Synthetic data were sampled from a Student’s t-distribution, the parameters of which were chosen to fit de-trended daily maximum data from the Battery, New York City tide gauge (https://tidesandcurrents.noaa.gov/datums.html?id=8518750). Daily maximum water level records were sampled over a 1000-year period. An observable tide gauge record was created from the last 80-years of the 1000-year record, and a geologic record was created using the timing of water-level observations exceeding a 1.35 m threshold over the 1000-year time period. A series of 1000 sets of synthetic data were generated for parameter estimation and model validation (see Methods for further details).

Including geologic data, compared to using the observational tide gauge data alone, significantly decreased the uncertainty in return period estimates for extreme water levels for a random single set of synthetic data (Fig. 2). For example, the width of the 90% credible (5th–95th percentile) range for a 1-in-100 year return period water level (a water level with a 1% chance of annual exceedance) decreased by 47% with the addition of geological data. For a more extreme 1-in-1000 year water level (a water level with a 0.1% chance of annual exceedance), the width of the 90% credible return period interval decreased by 53% with the addition of geological data.

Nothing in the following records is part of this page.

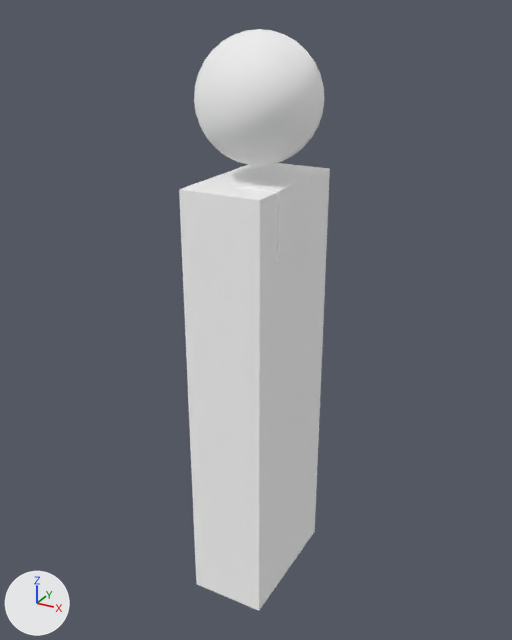
An edit to the glTF model content/resources/proxy/proxy.glb, drawn before and after from the same camera.
Rendered twice from a camera (50 mm lens) standing at (0.98, -1.801, 1.851) and looking at (-0.018, 0.012, 0.944). Arrows for +X, +Y and +Z are at lower left; the lights stay in place. The picture after the commit comes second. Where no turn or scale is listed for an object, it has been applied to the vertices.

Objects in the first picture: 'ProxyMesh'.
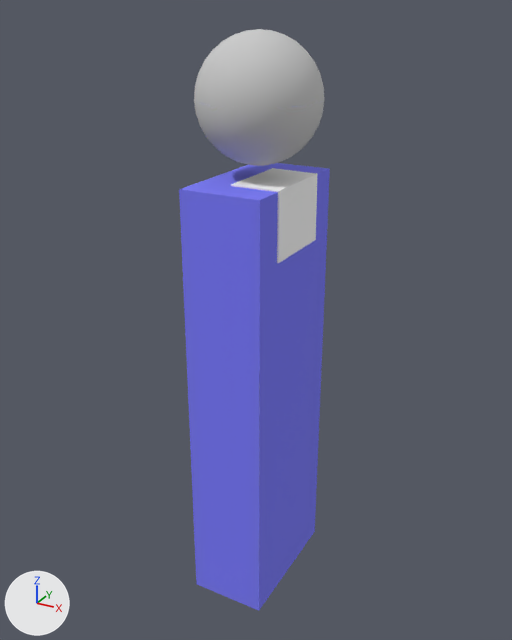
Location of each change, (x1, y1, x2, y2) in pixels of the pictures (512 x 640 px):
'ProxyMesh', surface changed (white to blue): (179, 29, 330, 611) in both

Edits to the bpy script that builds the scene:
```text
Add img_albedo:
    img_albedo = load_image('Albedo', '_unpacked/Albedo', 1024, 1024, 'sRGB')
Change mat_m_body:
    remove mat_m_body.base_color = (1.0, 1.0, 1.0)  # white #ffffff
    mat_m_body.metallic: 1.0 -> 0.0
    add mat_m_body.texture = img_albedo
```
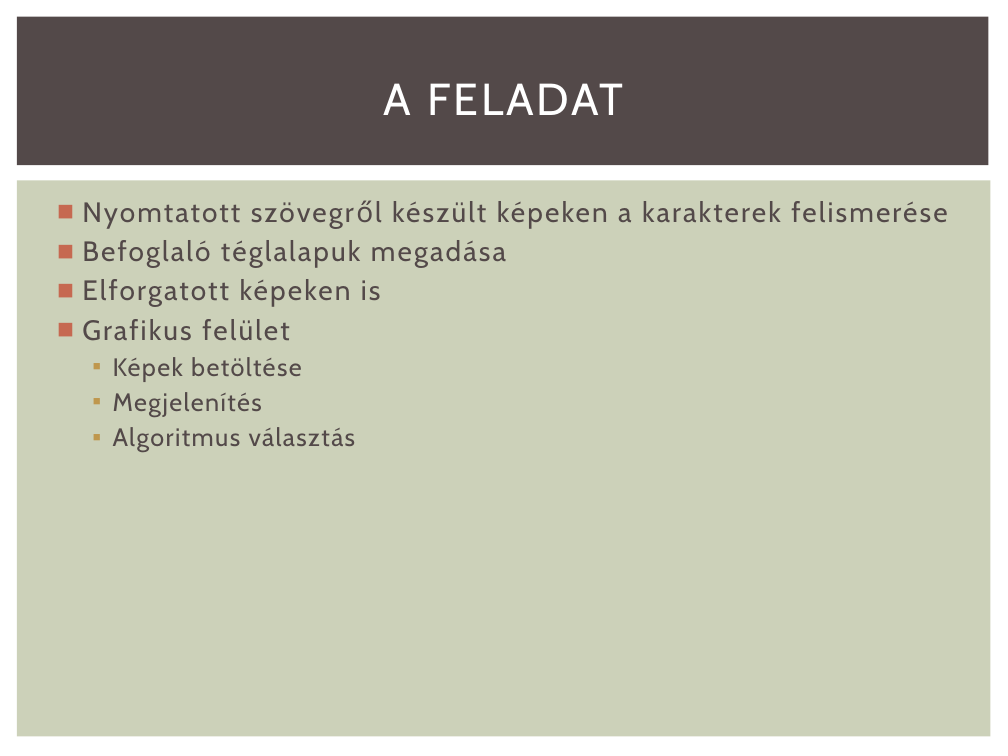
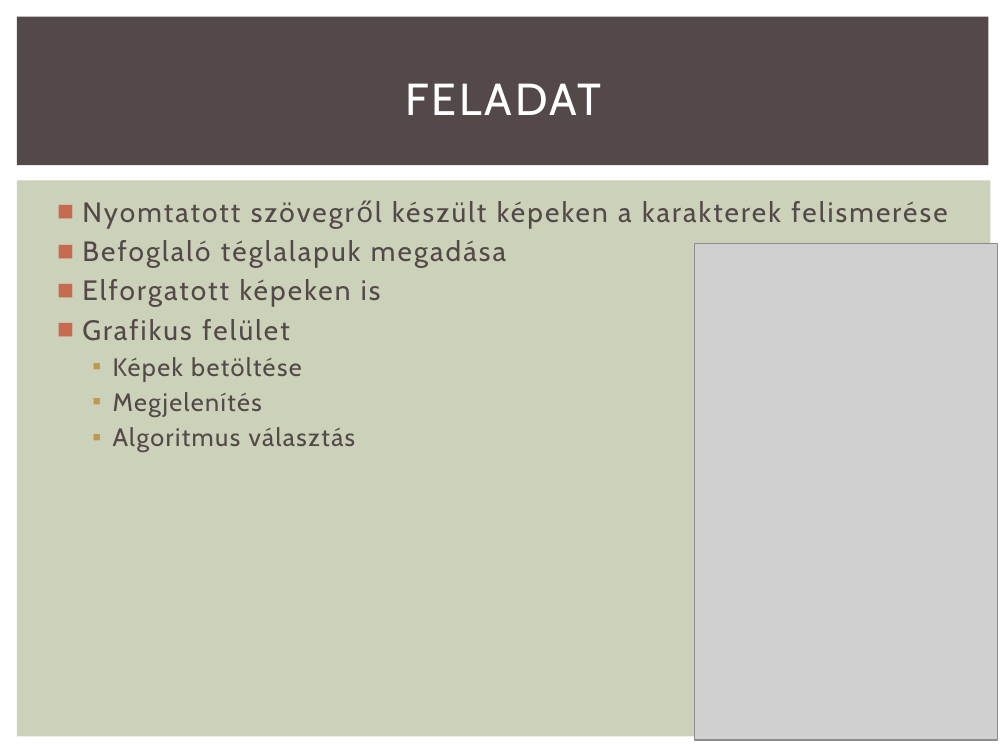
Before and after one commit to Btib/ImProcPoject, a slide deck: slide 2 of ImProc/Img/1_Prezentáció.pptx. Drawn at 1008x756 pixels with LibreOffice and Linux fonts; fonts in the diff are those of the drawing; grey boxes stand for pictures. Boxes give left, top, right and bottom in pixels: in the first picture for what was removed or moved away, otherwise in the second. Text is boxed around its words. In the diff, an @@ line names an element or a change of style, - is before the commit and + after.

```diff
--- a/ImProc/Img/1_Prezentáció.pptx
+++ b/ImProc/Img/1_Prezentáció.pptx
@@ title at <box>406,83,602,115</box>: text changed @@
-A FELADAT
+FELADAT
@@ picture added at <box>695,243,997,740</box> @@
```
Also in this commit, not shown: 4 slides added, 1 slide removed.

Fig. 2: Example of a synthetic dataset and model results using synthetic data.
figure 2

A Gray curve shows the detrended daily maximum water levels from the unobservable 1000-year tide gauge record over the 99th percentile threshold emplaced for tide gauge data. The corresponding truncated 80-year tide gauge record is overlayed in blue, and red dots represent extreme water levels that would be captured in the geologic record given the geologic threshold of 1.35 m. B Empirical exceedances above the 99th percentile (0.56 m) of all tide gauge data shown for the 80-year tide gauge record in blue. The true exceedance curve calculated from the Student’s t-distribution from which the data is generated is in black. The light blue curves show the 50th percentile estimates with the 90% credible intervals for the expected number of exceedances per year calculated from model results using the 80-year tide gauge data alone. The dark blue curves show the 50th percentile estimates with the 90% credible intervals for the expected number of exceedances per year calculated from model results using the 80-year tide gauge and geologic data.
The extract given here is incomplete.